**Your objective**
For the entries below, repeat exactly each line starting with the one that contains "Where, in picture" and going on through the one that contains "changed: (230, 436, 248, 580)", and no others.

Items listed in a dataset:
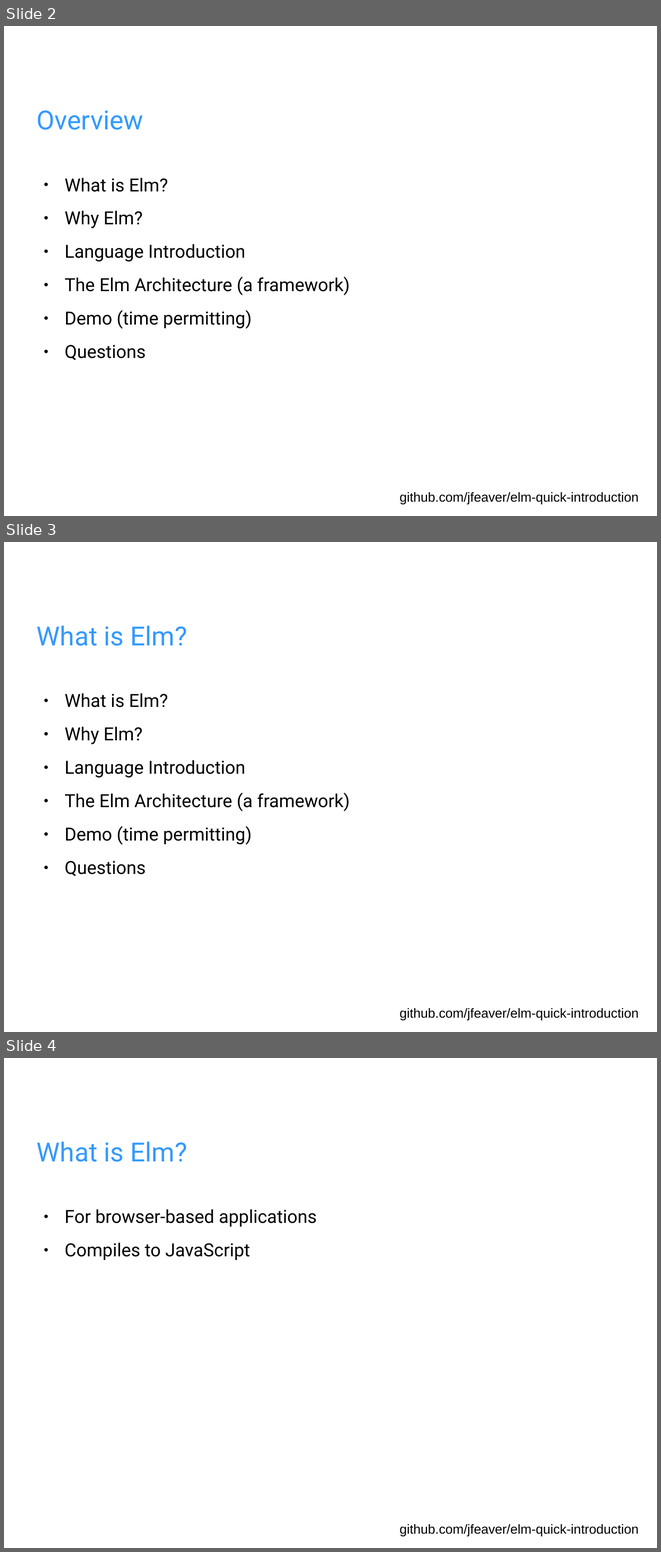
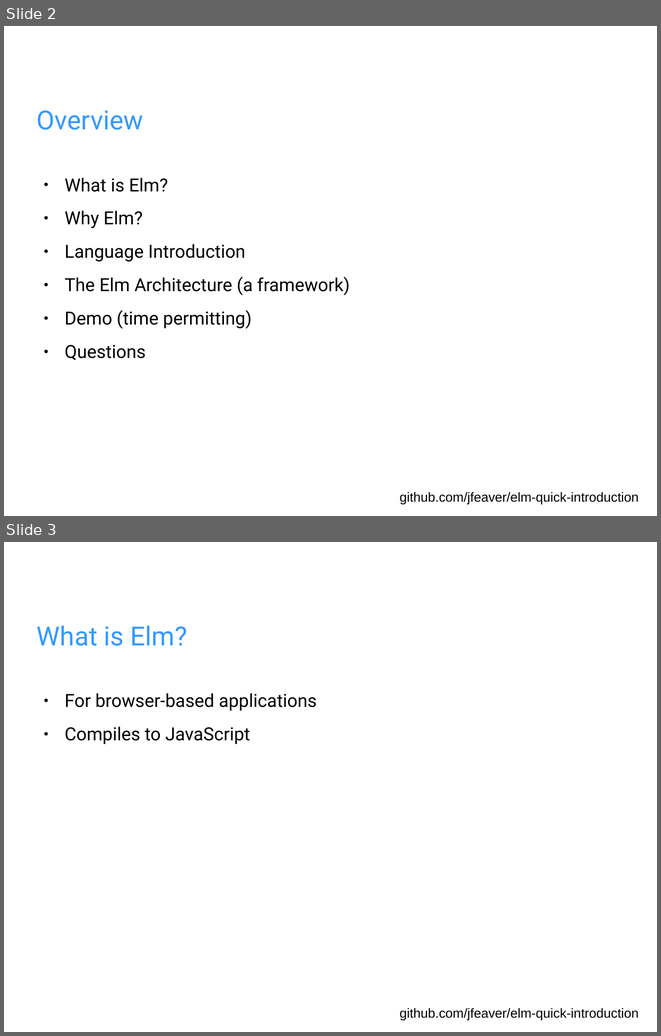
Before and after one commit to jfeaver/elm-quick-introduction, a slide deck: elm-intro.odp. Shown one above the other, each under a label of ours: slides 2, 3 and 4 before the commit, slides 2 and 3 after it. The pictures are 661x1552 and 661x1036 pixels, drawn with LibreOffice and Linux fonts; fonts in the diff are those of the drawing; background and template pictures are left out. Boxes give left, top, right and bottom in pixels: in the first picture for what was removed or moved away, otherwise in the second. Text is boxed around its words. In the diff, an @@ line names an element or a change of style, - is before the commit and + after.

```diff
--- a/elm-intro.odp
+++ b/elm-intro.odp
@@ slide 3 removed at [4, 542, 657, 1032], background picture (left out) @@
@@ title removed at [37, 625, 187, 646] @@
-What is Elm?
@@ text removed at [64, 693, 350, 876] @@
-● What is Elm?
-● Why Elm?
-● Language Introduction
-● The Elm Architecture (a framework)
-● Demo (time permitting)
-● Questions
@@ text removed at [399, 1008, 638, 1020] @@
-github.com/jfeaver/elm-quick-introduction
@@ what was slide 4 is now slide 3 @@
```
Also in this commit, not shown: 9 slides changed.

==

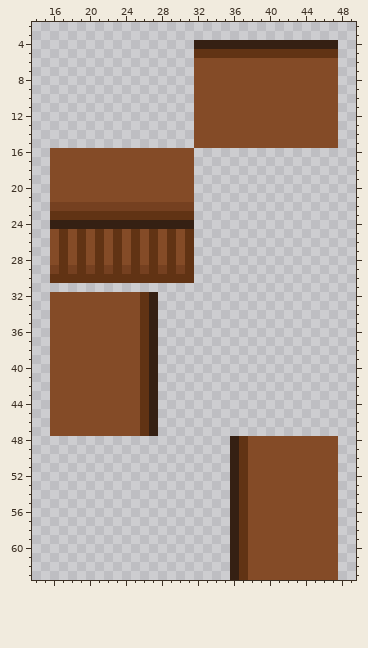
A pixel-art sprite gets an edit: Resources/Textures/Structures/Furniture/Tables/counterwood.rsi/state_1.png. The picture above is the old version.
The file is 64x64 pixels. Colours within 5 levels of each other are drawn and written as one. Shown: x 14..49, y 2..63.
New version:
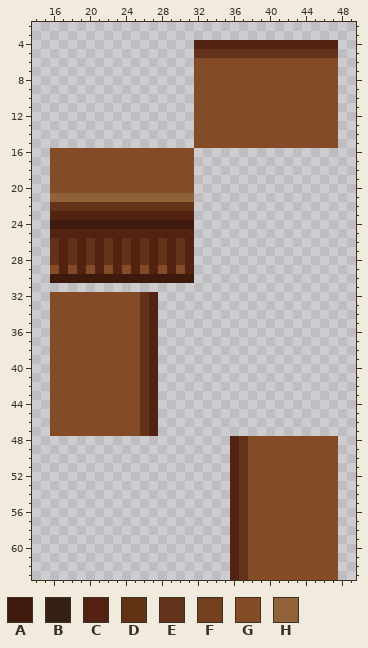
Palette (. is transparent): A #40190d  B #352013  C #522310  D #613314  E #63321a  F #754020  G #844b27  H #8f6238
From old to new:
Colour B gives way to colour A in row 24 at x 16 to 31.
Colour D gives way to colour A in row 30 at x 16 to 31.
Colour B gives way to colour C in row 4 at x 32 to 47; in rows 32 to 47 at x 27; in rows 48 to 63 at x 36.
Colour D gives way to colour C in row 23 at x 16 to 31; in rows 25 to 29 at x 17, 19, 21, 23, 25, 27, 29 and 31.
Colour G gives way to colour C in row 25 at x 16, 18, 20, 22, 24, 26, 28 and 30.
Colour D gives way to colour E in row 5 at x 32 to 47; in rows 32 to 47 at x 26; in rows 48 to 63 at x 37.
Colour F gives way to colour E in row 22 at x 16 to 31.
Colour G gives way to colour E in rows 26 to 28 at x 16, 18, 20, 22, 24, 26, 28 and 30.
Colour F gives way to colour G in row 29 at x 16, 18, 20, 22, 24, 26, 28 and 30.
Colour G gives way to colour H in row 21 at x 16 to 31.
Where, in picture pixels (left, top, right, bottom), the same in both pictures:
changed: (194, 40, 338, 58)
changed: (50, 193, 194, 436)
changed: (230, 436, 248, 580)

**Exercise response**
Where, in picture pixels (left, top, right, bottom), the same in both pictures:
changed: (194, 40, 338, 58)
changed: (50, 193, 194, 436)
changed: (230, 436, 248, 580)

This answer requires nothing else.